I have said little about Mary Robinson as a woman artist, but here we see an act of communion with another woman artist, however fictional. In the preface to ‘Sappho and Phaon’ Robinson praises women authors, without naming any, which is unfortunate. However, there is a conversation in Walsingham where Mary, pretty knowingly, allows one her characters to name-check and briefly praise Charlotte Smith. (See my transpositional part in her downfall, here: Pages: My THE ENGLISH STRAIN is published today by Shearsman (robertsheppard.blogspot.com) Sappho could certainly hear that damsel with the dulcimer! On the sonnets, Amelia says: ‘ “I think them beautifully plaintive, and correctly harmonious,” said Miss Woodford. “Indeed I admire all her works more or less, and some of them to enthusiasm; yet the pleasure experienced by her readers must be greatly diminished, by the reflection that so cultivated a mind should feel the pressure of real sorrows, amidst the rich and beautiful effusions of imagination!”’ Robinson, Mary.

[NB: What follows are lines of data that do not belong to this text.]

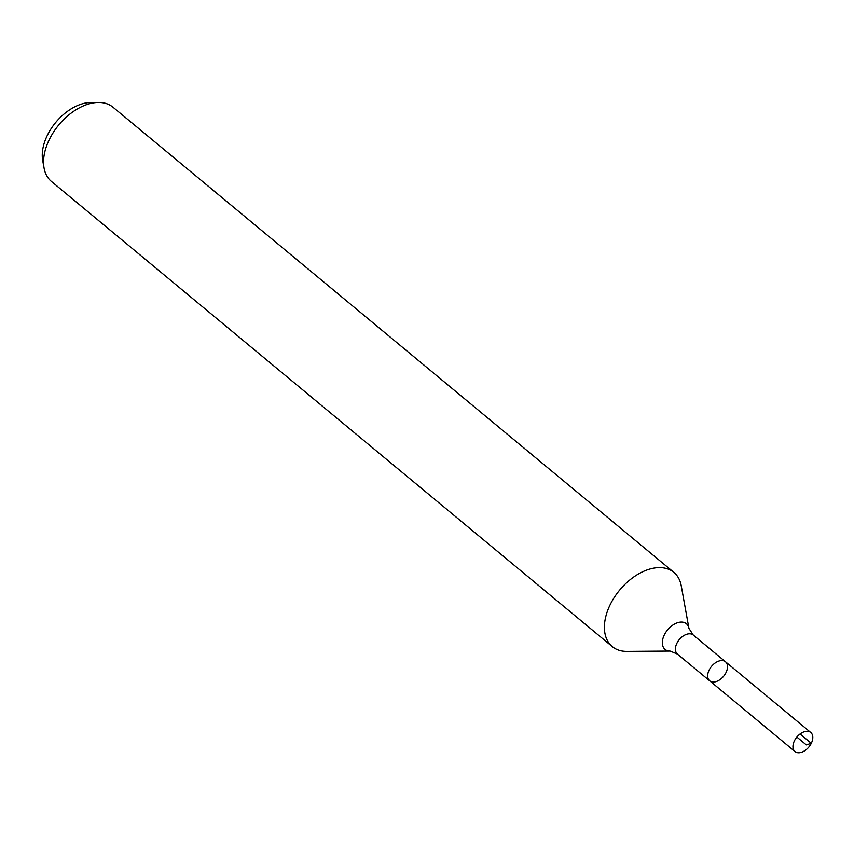 <?xml version="1.0" encoding="UTF-8"?>
<svg xmlns="http://www.w3.org/2000/svg" width="854" height="854" viewBox="0 0 854 854"><rect width="100%" height="100%" fill="white"/><g stroke="black" fill="none" stroke-linecap="round" stroke-linejoin="round"><path stroke-width="1.28" d="M688.932 628.384L681.257 585.833A48.23 30.424 129.7 0 0 673.87 572.383A48.23 30.424 129.7 0 0 610.258 604.536A48.23 30.424 129.7 0 0 612.297 646.627A48.23 30.424 129.7 0 0 626.879 651.399L670.112 651.068A16.685 10.526 129.7 0 1 664.359 634.853A16.685 10.526 129.7 0 1 678.354 622.491A16.685 10.526 129.7 0 1 688.932 628.384L693.224 635.013L725.494 661.775A12.383 7.803 129.7 0 0 709.162 670.027A12.383 7.803 129.7 0 0 709.685 680.83A12.383 7.803 129.7 0 0 723.594 676.283A12.383 7.803 129.7 0 0 725.494 661.775A12.383 7.803 129.7 0 0 709.162 670.027A12.383 7.803 129.7 0 0 709.685 680.83L794.978 751.563A12.383 7.803 129.7 0 0 811.3 743.311A12.383 7.803 129.7 0 0 810.777 732.508A12.383 7.803 129.7 0 0 794.455 740.76A12.383 7.803 129.7 0 0 794.978 751.563M673.87 572.383L113.016 107.209A48.23 30.424 129.7 0 0 98.434 102.437L90.802 102.491A42.657 26.901 129.7 0 0 47.44 135.156A42.657 26.901 129.7 0 0 42.7 160.488L44.056 168.003A48.23 30.424 129.7 0 0 51.443 181.454L612.297 646.627M98.434 102.437A48.23 30.424 129.7 0 0 49.404 139.362A48.23 30.424 129.7 0 0 44.056 168.003M811.3 743.311L806.325 744.901M800.059 733.992L811.3 743.311L806.325 744.901L796.867 737.055M693.224 635.013A12.383 7.803 129.7 0 0 676.902 643.265A12.383 7.803 129.7 0 0 677.414 654.068L709.685 680.83M670.112 651.068L677.414 654.068M725.494 661.775L810.777 732.508"/></g></svg>
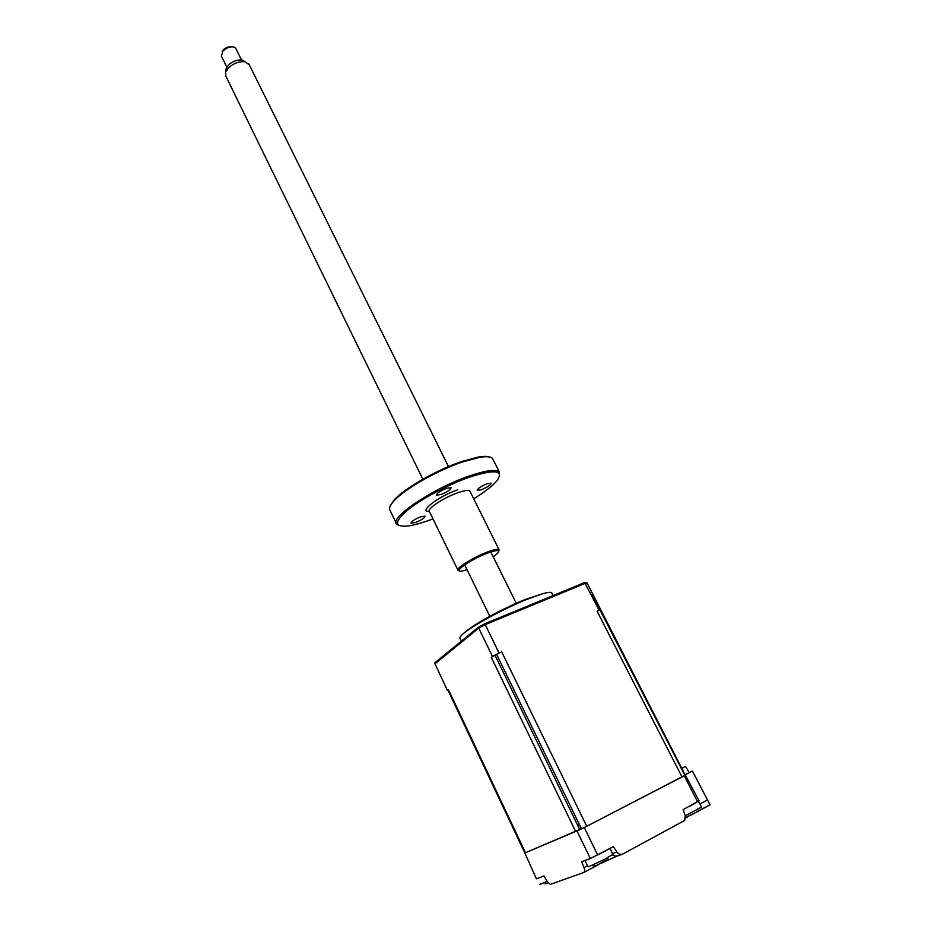 <?xml version="1.0" encoding="UTF-8"?>
<svg xmlns="http://www.w3.org/2000/svg" width="931" height="931" viewBox="0 0 931 931"><rect width="100%" height="100%" fill="white"/><g stroke="black" fill="none" stroke-linecap="round" stroke-linejoin="round"><path stroke-width="1.4" d="M524.816 852.947L536.407 878.794L544.041 875.931L546.951 881.168L550.244 884.415L583.784 872.498C584.877 871.87 584.936 870.229 583.981 867.576L581.666 861.78L590.347 858.522L613.343 846.71L616.857 851.993C618.615 854.286 620.616 854.961 622.851 854.006L684.681 820.444L685.193 815.475L683.11 809.656L699.065 800.788L685.356 775.069M697.133 811.495L710.016 804.861L692.455 771.043L688.719 772.672M707.362 799.985L699.926 803.977L707.479 799.938M710.016 804.861L695.946 812.437M579.454 824.691L577.755 825.564L579.454 824.691M524.351 853.238L584.296 827.531L685.775 774.895M590.347 858.522L577.022 831.046M597.679 855.03L584.296 827.531M697.656 801.928L684.297 775.884M685.216 774.801L692.455 771.043M579.745 825.273L578.035 826.146M579.559 829.277L581.281 828.45M681.911 768.354L685.542 766.492L689.243 772.555L685.146 774.673M581.258 828.392L579.536 829.218M578.07 826.204L579.769 825.32M681.841 768.226L683.121 767.656L681.888 768.319M685.542 766.492L681.806 768.145M593.303 866.156L597.202 865.097L605.581 860.5L605.022 861.419L608.048 858.871M612.901 854.344L604.906 859.208L588.741 866.668L587.996 866.691L585.005 860.523L589.614 858.789M607.256 849.945L599.005 854.332M595.933 865.458L594.734 865.749M480.99 626.889L485.191 624.526M461.392 641.122L460.217 638.678C459.274 637.956 460.263 636.327 463.184 633.79C472.04 625.888 503.38 608.874 526.434 599.541L542.82 593.652C547.591 592.325 550.512 591.976 551.594 592.64L552.002 593.443M448.463 689.685L448.009 690.267L524.828 852.971L525.48 852.761L448.463 689.685L447.404 690.488L434.649 662.988L478.453 627.168L478.743 628.111L434.858 663.919M501.716 651.898L496.63 654.33L581.503 828.893L586.728 826.286L501.716 651.898L499.074 653.027L485.237 624.62L478.743 628.111L492.511 656.506L491.289 657.426L495.001 655.203L579.78 829.719L525.48 852.761M592.57 594.304L685.286 775.232L587.263 583.341L585.262 583.318L485.237 624.62L484.795 623.758L478.453 627.168M586.425 582.748L587.263 583.341M586.635 582.585L584.68 582.55L599.11 610.317L597.074 611.19L599.11 610.317M584.68 582.55L484.795 623.758M599.529 610.27L591.953 594.292L684.925 775.465L586.728 826.286M499.074 653.027L492.511 656.506M447.404 690.488L448.055 690.371M547.125 881.471L539.782 884.38M541.039 877.06L537.047 878.561M544.984 883.798L547.637 883.123M701.509 807.049L685.309 815.824M685.565 817.604L695.888 812.484M696.435 802.569L688.812 806.63M225.896 70.407L226.186 68.405L228.607 64.902C232.773 61.237 237.196 59.596 241.862 59.98L245.144 61.772M249.287 64.798L244.841 61.714C239.139 61.248 233.728 63.261 228.607 67.742L225.651 72.036L225.907 76.249L422.849 479.244M236.055 48.912L235.776 48.342C234.333 46.62 231.749 46.364 228.002 47.574L223.056 50.658L221.392 56.093L226.803 67.137M222.23 51.589L223.649 49.436L227.35 47.12L231.97 46.806M390.147 506.115L393.86 500.319C403.658 488.833 436.418 470.004 461.578 461.567L478.313 457.051C483.573 456.155 487.379 456.167 489.718 457.063M493.302 460.054L492.452 458.389C490.579 456.586 486.203 456.26 479.325 457.412L462.323 462.009C436.744 470.597 403.426 489.741 393.476 501.39C389.67 505.696 388.599 508.803 390.252 510.7L396.082 522.908M399.248 525.608L396.769 524.339C388.25 518.497 432.915 488.275 469.305 475.997C485.738 470.423 495.746 469.073 499.319 471.936L499.598 476.16M473.704 498.795C484.527 492.138 492.185 486.215 496.689 481.048C504.462 470.225 495.35 468.933 469.375 477.184C447.904 484.679 420.719 499.249 407.08 510.514C393.732 522.384 394.36 527.493 408.953 525.852C414.574 524.979 421.394 523.082 429.412 520.185L432.973 518.858M459.216 570.738L458.064 570.4C455.05 568.736 473.006 557.39 487.192 552.095C493.779 549.616 497.724 548.801 499.016 549.627L498.818 551.21M493.232 556.831L497.841 553.095C500.459 549.697 496.933 549.744 487.262 553.247C469.643 559.81 450.685 573.612 462.719 570.901L467.071 569.725M446.647 488.263C440.107 490.974 436.72 493.255 436.499 495.129L440.945 494.536C447.462 491.836 450.825 489.543 451.046 487.681L446.647 488.263M420.672 516.81C414.504 519.37 411.293 521.5 411.06 523.187L415.447 522.547C421.592 519.987 424.792 517.857 425.025 516.17L420.672 516.81M487.064 483.748C480.757 486.389 477.463 488.6 477.184 490.369L481.222 489.799C487.507 487.169 490.788 484.958 491.068 483.177L487.064 483.748M583.981 867.576L587.508 865.702M612.54 853.599L616.857 851.993M621.85 854.379L616.892 856.194L611.888 855.298M584.04 872.359L594.001 867.017L594.851 865.783M615.985 856.532L601.577 863.13M598.691 864.573L594.269 866.877M693.141 813.938L689.871 815.684M687.462 816.976L685.553 818M682.062 777.036L597.074 611.19M575.707 831.604L491.289 657.426M470.143 491.626L469.841 491.033C468.398 489.892 464.394 490.451 457.808 492.732C443.622 497.585 426.165 509.315 429.47 511.654L457.843 569.947M429.261 511.34C417.775 512.259 438.548 496.304 457.633 489.822M610.026 848.478L612.947 854.449M553.084 595.584L551.594 592.64M463.184 633.79C472.599 624.596 502.787 608.513 525.782 599.273L542.82 593.652M586.949 582.876L584.901 582.538M698.529 801.254L701.555 807.154M241.862 59.98L244.841 61.714M248.845 63.913L448.498 466.594M490.823 551.967L516.193 603.125M235.776 48.342L241.501 59.933M224.615 48.598L224.348 49.552M227.35 47.12L228.002 47.574M464.685 564.861L489.764 616.171M226.186 68.405L225.651 72.036M478.313 457.051L479.325 457.412M499.319 471.936L492.452 458.389M499.016 549.627L469.911 491.172M393.86 500.319L393.476 501.39"/></g></svg>
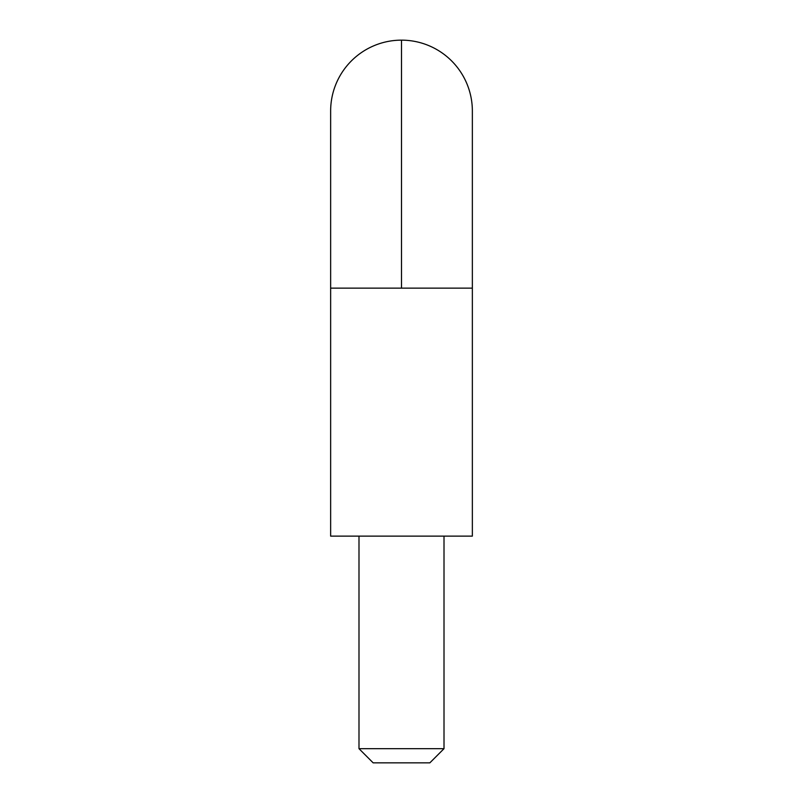 <?xml version="1.0" encoding="UTF-8"?>
<svg xmlns="http://www.w3.org/2000/svg" width="803" height="803" viewBox="0 0 803 803"><rect width="100%" height="100%" fill="white"/><g stroke="black" fill="none" stroke-linecap="round" stroke-linejoin="round"><path stroke-width="1.2" d="M472.355 111.005A70.855 70.855 0 0 0 401.5 40.15L401.5 288.136L472.355 288.136L330.645 288.136L330.645 536.123L472.355 536.123L472.355 288.136L472.355 536.123L330.645 536.123L330.645 288.136L401.5 288.136L401.5 40.15A70.855 70.855 0 0 1 472.355 111.005L472.355 288.136M358.991 748.677L444.009 748.677L444.009 536.123L444.009 748.677L358.991 748.677L373.154 762.85L429.846 762.85L444.009 748.677L429.846 762.85L373.154 762.85L358.991 748.677L358.991 536.123L358.991 748.677M330.645 111.005A70.855 70.855 0 0 1 401.5 40.15A70.855 70.855 0 0 0 330.645 111.005L330.645 288.136"/></g></svg>
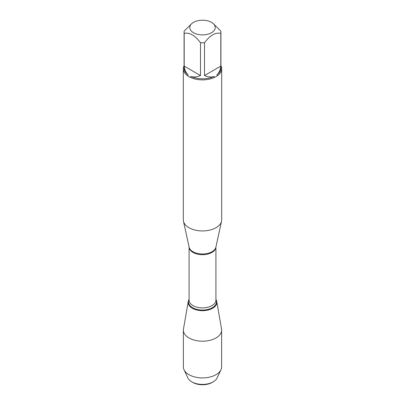 <?xml version="1.0" encoding="UTF-8"?>
<svg xmlns="http://www.w3.org/2000/svg" width="405" height="405" viewBox="0 0 405 405"><rect width="100%" height="100%" fill="white"/><g stroke="black" fill="none" stroke-linecap="round" stroke-linejoin="round"><path stroke-width="0.61" d="M183.318 68.799L183.318 219.864A19.182 11.072 0 0 0 183.47 221.241A19.182 11.072 0 0 0 188.938 227.696A19.182 11.072 0 0 0 208.717 230.339A19.182 11.072 0 0 0 221.53 221.241A19.182 11.072 0 0 0 221.682 219.864L221.682 68.799A19.182 11.072 180 0 1 217.444 75.74L214.523 77.431A19.182 11.072 180 0 1 190.477 77.431L187.555 75.74A19.182 11.072 180 0 1 183.318 68.799A19.182 11.072 180 0 1 184.088 65.701M220.912 65.701A19.182 11.072 180 0 1 221.682 68.799M203.887 20.25A12.717 7.341 0 0 0 193.509 22.356A12.717 7.341 0 0 0 193.509 32.739A12.717 7.341 0 0 0 211.491 32.739A12.717 7.341 0 0 0 211.491 22.356A12.717 7.341 0 0 0 203.887 20.25M193.509 22.356L192.345 23.029L184.194 31.043A18.412 10.631 0 0 0 184.088 32.197A18.412 10.631 0 0 0 184.194 33.357C189.631 32.248 195.063 35.382 200.495 42.768A18.412 10.631 0 0 0 204.505 42.768C209.942 35.377 215.374 32.243 220.806 33.357A18.412 10.631 0 0 0 220.912 32.197A18.412 10.631 0 0 0 220.806 31.043L212.655 23.029L211.491 22.356M184.194 33.357L184.194 66.116C184.609 69.964 185.92 72.865 188.128 74.819A18.412 10.631 180 0 1 184.088 68.177L184.088 32.197M204.505 42.768L204.505 75.527C208.048 77.092 211.213 77.406 214.012 76.474A18.412 10.631 180 0 1 190.988 76.474C193.787 77.406 196.952 77.092 200.495 75.527L200.495 42.768M220.912 32.197L220.912 68.177A18.412 10.631 180 0 1 216.872 74.819C219.08 72.865 220.391 69.964 220.806 66.116L220.806 33.357M190.477 77.431L190.988 76.474M214.012 76.474L214.523 77.431M188.128 74.819L187.555 75.74M217.444 75.74L216.872 74.819M215.911 299.452A14.352 8.287 180 0 1 202.5 310.686A14.352 8.287 180 0 1 189.089 299.452A14.352 8.287 0 0 0 188.219 301.573A14.352 8.287 0 0 0 192.35 308.256A14.352 8.287 0 0 0 208.646 309.886A14.352 8.287 0 0 0 216.781 301.573A14.352 8.287 0 0 0 215.911 299.452M220.806 66.116L204.505 75.527M200.495 75.527L184.194 66.116M188.219 301.573L183.47 329.042A19.126 11.041 0 0 0 183.374 330.141A19.126 11.041 0 0 0 188.978 337.947A19.126 11.041 0 0 0 209.82 340.342A19.126 11.041 0 0 0 221.626 330.141A19.126 11.041 0 0 0 221.53 329.042L216.781 301.573M183.374 330.141L183.374 366.864A19.126 11.041 0 0 0 184.037 369.755A19.126 11.041 0 0 0 188.978 374.676A19.126 11.041 0 0 0 220.963 369.755A19.126 11.041 0 0 0 221.626 366.864L221.626 330.141M213.202 381.849L212.205 382.431A13.719 7.923 180 0 1 192.795 382.431L191.798 381.849A15.137 8.738 0 0 0 213.202 381.849A15.137 8.738 0 0 0 217.11 377.956L220.963 369.755M184.037 369.755L187.89 377.956A15.137 8.738 0 0 0 191.798 381.849L192.795 382.431M214.058 307.309L213.967 306.61M183.47 221.241L189.115 247.177A13.492 7.791 0 0 0 192.962 251.718A13.492 7.791 0 0 0 206.874 253.576A13.492 7.791 0 0 0 215.885 247.177L221.53 221.241M215.911 247.065A13.411 7.746 180 0 1 202.5 254.689A13.411 7.746 180 0 1 189.089 247.065M189.089 247.06L189.089 300.156A13.411 7.746 0 0 0 202.5 307.896A13.411 7.746 0 0 0 215.911 300.156L215.911 247.06M215.911 299.589A14.023 8.095 180 0 1 202.5 310.048A14.023 8.095 180 0 1 189.089 299.589"/></g></svg>

Ed. Shaffer, Judith A., Walsingham; or, The Pupil of Nature. Broadview Literary Texts, 2003. p. 238. Like Robinson, Smith had been abandoned by a husband and forced to write for money, separated from her inheritance (as Mary was often cut off from the Prince’s annuity). Yes, it’s a knowing enough self-portrait by Mary, and the use of ‘enthusiasm’  suggests that the draw to poetry may (as is conventional) approach madness.

I will want to end by thinking of what comes out of that metrical inventiveness, Mary Robinson’s lyrical powers, by looking at the final two poems I have selected, both from her final year. I really do hope I’ll leave no dry eye in the house (a theatrical metaphor seems appropriate for her closing ‘scene’) when they read the final, brief, un-self-pitying, lines of ‘To Spring’:

O! not to me, stern Death, art thou a foe:

Thou art the welcome messenger that brings

A passport to a blest and long repose!

Her sonnetized Sappho wouldn’t have been so brief, or poised. She must have meant it, with gallstones adding to her disabilities at this time, but her powers of observation in that poem, of spring 1800 (her last spring) and in ‘Written on seeing a rose still blooming at a Cottage Door in Egham, the 25th of October, 1800’, remain apposite, but with a valetudinary pathos, where reason guides passion, into perception, in outwardness, towards the freedom-giving rationality of Nature:

Thou emblemest the beauteous MIND

   Thrown on Oblivion’s gloomy scene:

Unheeded, with the wild weeds twin’d,

      Thou here art plac’d –

Thou, whom by Nature’s hand design’d,

Might’st Beauty’s breast have proudly grac’d.